Classes and my lecture to the 165 convention participants began the next day after a very comfortable sleep and a breakfast in the downstairs café of fresh baked pastry.  I was anxious.  Being mostly self-taught and somewhat untraditional, I feared I would be offensive for explaining why I coat paper with plastic, or infuse some of my creations with wire armatures.  After all, this was a country with thousands of registered origami instructors who had passed years of instruction.  Despite being as offensive as I could be, nobody seemed to mind.  Morisue Kei saved us invitees by presenting a thorough overview of color-change during his lecture.

My three classes and those I attended were markedly different than those I experienced in New York at the Origami-USA conventions.  Nobody disrupted teaching with irrelevant questions or comments.  Nobody had to know whether Carl Linnaeus described the species I was about to teach or whether edges lined up when two points were put together.  Instead folders were too reserved to ask for help when they needed it.  I finished teaching models in the same amount of time to the same number of students as in other conventions, but with the added time needed from the expert interpretation provided by Lee, Hyung Kyung.  Everybody got the classes of their choice in part because it was a smaller convention.  Nobody felt it proper to demand that I give them my models from the model menu or from my display.  There was none of the entitlement I had come to expect at origami conventions.  Unlike at the JOAS Convention the week prior, people of all ages came up to me and practiced their English.  People wanted me to enjoy the convention!

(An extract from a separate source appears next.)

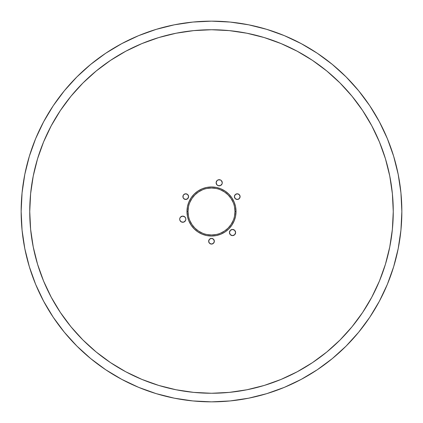 <?xml version="1.0" encoding="UTF-8"?>
<svg xmlns="http://www.w3.org/2000/svg" width="423" height="423" viewBox="0 0 423 423"><rect width="100%" height="100%" fill="white"/><g stroke="black" fill="none" stroke-linecap="round" stroke-linejoin="round"><path stroke-width="0.63" d="M184.698 216.809L185.607 218.025L185.84 219.199A3.067 3.067 0 0 1 182.773 222.265A3.067 3.067 0 0 1 179.701 219.199A3.067 3.067 0 0 1 182.773 216.127A3.067 3.067 0 0 1 185.84 219.199L185.607 220.372L183.947 222.033L181.599 222.033L179.934 220.372L179.701 219.199L179.934 218.025L180.848 216.803M217.025 184.941L216.132 182.773A3.067 3.067 0 0 1 219.199 179.701A3.067 3.067 0 0 1 222.265 182.773L222.033 183.947L220.372 185.607L218.025 185.607L216.809 184.698M229.462 232.528A3.067 3.067 0 0 1 232.528 229.462A3.067 3.067 0 0 1 235.6 232.528L234.702 234.702L232.528 235.6L230.361 234.702L229.462 232.528L230.361 230.361L232.528 229.462L234.702 230.361L235.6 232.528A3.067 3.067 0 0 1 232.528 235.6A3.067 3.067 0 0 1 229.462 232.528M182.91 196.632A2.834 2.834 0 0 1 185.745 193.797A2.834 2.834 0 0 1 188.573 196.632A2.834 2.834 0 0 1 185.745 199.46A2.834 2.834 0 0 1 182.91 196.632L183.127 197.715L183.127 195.542L183.741 194.628L185.745 193.797L187.743 194.628L188.573 196.626L187.743 198.63L185.745 199.46L183.741 198.63L183.127 197.715L184.169 198.984L185.189 199.407L187.315 198.984L188.521 197.181L188.362 195.542L187.743 194.628L186.294 193.85L184.661 194.014L183.386 195.056L182.91 196.632M234.427 196.626L235.257 198.63L237.255 199.46L239.259 198.63L240.09 196.632L239.259 194.628L237.255 193.797L235.257 194.628L234.427 196.626A2.834 2.834 0 0 1 237.255 193.797A2.834 2.834 0 0 1 240.09 196.626L239.259 198.63L237.255 199.46L235.257 198.63L234.427 196.626L235.257 194.628L237.255 193.797L239.259 194.628L240.09 196.626M208.666 241.242A2.834 2.834 0 0 1 211.5 238.408A2.834 2.834 0 0 1 214.334 241.242L213.504 243.246L211.5 244.076L209.496 243.246L208.666 241.242L209.496 239.238L211.5 238.408L213.504 239.238L214.334 241.242L214.117 240.158L213.076 238.889L211.5 238.408L210.416 238.625L209.496 239.238L208.724 240.687L208.883 242.326L209.496 243.246L210.945 244.018L212.584 243.86L213.853 242.818L214.334 241.242A2.834 2.834 0 0 1 211.5 244.076A2.834 2.834 0 0 1 208.666 241.242M234.527 206.921L234.977 211.5A23.477 23.477 0 0 0 211.5 188.024A23.477 23.477 0 0 0 188.024 211.5L186.971 211.5A24.529 24.529 0 0 1 211.5 186.971A24.529 24.529 0 0 1 236.029 211.5L234.977 211.5L234.527 216.079M29.742 211.5A181.758 181.758 0 0 1 211.5 29.742A181.758 181.758 0 0 1 393.258 211.5L392.38 193.686L389.763 176.042L385.432 158.736L379.42 141.943L371.796 125.821L362.627 110.519L351.999 96.195L340.023 82.977L326.805 71.001L312.481 60.373L297.179 51.204L281.057 43.58L264.264 37.568L246.958 33.237L229.314 30.62L211.5 29.742L193.686 30.62L176.042 33.237L158.736 37.568L141.943 43.58L125.821 51.204L110.519 60.373L96.195 71.001L82.977 82.977L71.001 96.195L60.373 110.519L51.204 125.821L43.58 141.943L37.568 158.736L33.237 176.042L30.62 193.686L29.742 211.5L30.62 229.314L33.237 246.958L37.568 264.264L43.58 281.057L51.204 297.179L60.373 312.481L71.001 326.805L82.977 340.023L96.195 351.999L110.519 362.627L125.821 371.796L141.943 379.42L158.736 385.432L176.042 389.763L193.686 392.38L211.5 393.258L229.314 392.38L246.958 389.763L264.264 385.432L281.057 379.42L297.179 371.796L312.481 362.627L326.805 351.999L340.023 340.023L351.999 326.805L362.627 312.481L371.796 297.179L379.42 281.057L385.432 264.264L389.763 246.958L392.38 229.314L393.258 211.5A181.758 181.758 0 0 1 211.5 393.258A181.758 181.758 0 0 1 29.742 211.5M401.85 211.622A190.35 190.35 0 0 0 401.85 211.5A190.35 190.35 0 0 1 211.5 401.85A190.35 190.35 0 0 1 21.15 211.5A190.35 190.35 0 0 0 21.15 211.622M121.734 379.357A190.35 190.35 0 0 0 121.771 379.373L105.745 369.771L90.744 358.641L76.901 346.099L64.359 332.256L53.229 317.255L43.627 301.229A190.35 190.35 0 0 0 43.643 301.266M379.357 301.266A190.35 190.35 0 0 0 379.373 301.229L369.771 317.255L358.641 332.256L346.099 346.099L332.256 358.641L317.255 369.771L301.229 379.373A190.35 190.35 0 0 0 301.266 379.357M29.346 266.754L35.638 284.346L29.346 266.754L24.809 248.634L22.065 230.16L21.15 211.5L22.065 192.84L24.809 174.366L29.346 156.246L35.638 138.654L43.627 121.771L53.229 105.745L64.359 90.744L76.901 76.901L90.744 64.359L105.745 53.229L121.771 43.627L138.654 35.638L156.246 29.346L174.366 24.809L192.84 22.065L211.5 21.15L230.16 22.065L248.634 24.809L266.754 29.346L284.346 35.638L301.229 43.627L317.255 53.229L332.256 64.359L346.099 76.901L358.641 90.744L369.771 105.745L379.373 121.771L387.362 138.654L393.654 156.246L398.191 174.366L400.935 192.84L401.85 211.5L400.935 230.16L398.191 248.634L393.654 266.754L387.362 284.346L379.373 301.229L369.771 317.255M233.189 220.483L231.021 224.544L228.103 228.103L224.544 231.021L220.483 233.189M216.079 234.527L211.5 234.977L206.921 234.527M202.517 233.189L198.456 231.021L194.897 228.103L191.979 224.544L189.811 220.483M188.473 216.079L188.024 211.5L188.473 206.921M189.811 202.517L191.979 198.456L194.897 194.897L198.456 191.979L202.517 189.811M206.921 188.473L211.5 188.024L216.079 188.473M220.483 189.811L224.544 191.979L228.103 194.897L231.021 198.456L233.189 202.517M216.803 180.848L218.025 179.934L220.372 179.934L221.366 180.6L222.265 182.773A3.067 3.067 0 0 1 219.199 185.84A3.067 3.067 0 0 1 216.127 182.773L217.025 180.6M180.6 217.025L182.773 216.132L184.941 217.025M185.84 219.199L185.607 220.372M220.372 185.607L219.199 185.84M186.971 211.5L187.447 206.715L188.843 202.115L191.106 197.874L194.157 194.157L197.874 191.106L202.115 188.843L206.715 187.447L211.5 186.971L216.285 187.447L220.885 188.843L225.126 191.106L228.843 194.157L231.894 197.874L234.157 202.115L235.553 206.715L236.029 211.5L235.553 216.285L234.157 220.885L231.894 225.126L228.843 228.843L225.126 231.894L220.885 234.157L216.285 235.553L211.5 236.029L206.715 235.553L202.115 234.157L197.874 231.894L194.157 228.843L191.106 225.126L188.843 220.885L187.447 216.285L186.971 211.5L188.024 211.5A23.477 23.477 0 0 0 211.5 234.977A23.477 23.477 0 0 0 234.977 211.5L236.029 211.5A24.529 24.529 0 0 1 211.5 236.029A24.529 24.529 0 0 1 186.971 211.5M301.229 379.373L284.346 387.362L266.754 393.654L248.634 398.191L230.16 400.935L211.5 401.85L192.84 400.935L174.366 398.191L156.246 393.654L138.654 387.362L121.771 379.373M43.627 301.229L35.638 284.346M21.15 211.378A190.35 190.35 0 0 0 21.15 211.5A190.35 190.35 0 0 1 211.5 21.15A190.35 190.35 0 0 1 401.85 211.5A190.35 190.35 0 0 0 401.85 211.378M240.09 196.632A2.834 2.834 0 0 1 237.255 199.46A2.834 2.834 0 0 1 234.427 196.632"/></g></svg>

Most origami conventions have contests, but the KOA contests were more inclusive than most.  Thankfully, I didn’t have to fold a piece of saran wrap, a tortilla, or a toilet seat cover to beat Brian Chan or Satoshi Kamiya.   Instead everyone of all ages could win the rock. paper, scissors; the paper airplane, or the snap contest.  Well, almost anyone.  Vicky Mihara Avery and Won, Seon Seo were nothing short of competitive.  Their attempts to fold and then snap a model with a popping sound was a hilarious tie-breaker that Vicky eventually won.

All the out-of-town guests went on a shopping spree the day after the convention.  There were plenty of great quality items to separate you from your 50,000 won notes, including rack upon rack of hanji paper in every color, and windows hung with hand-made brushes and silk scarves.  Buy something, then have some more scicy food, followed by cool ice cream and iced coffee;  it just doesn’t get any better.  I hope to get back to another KOA Convention soon!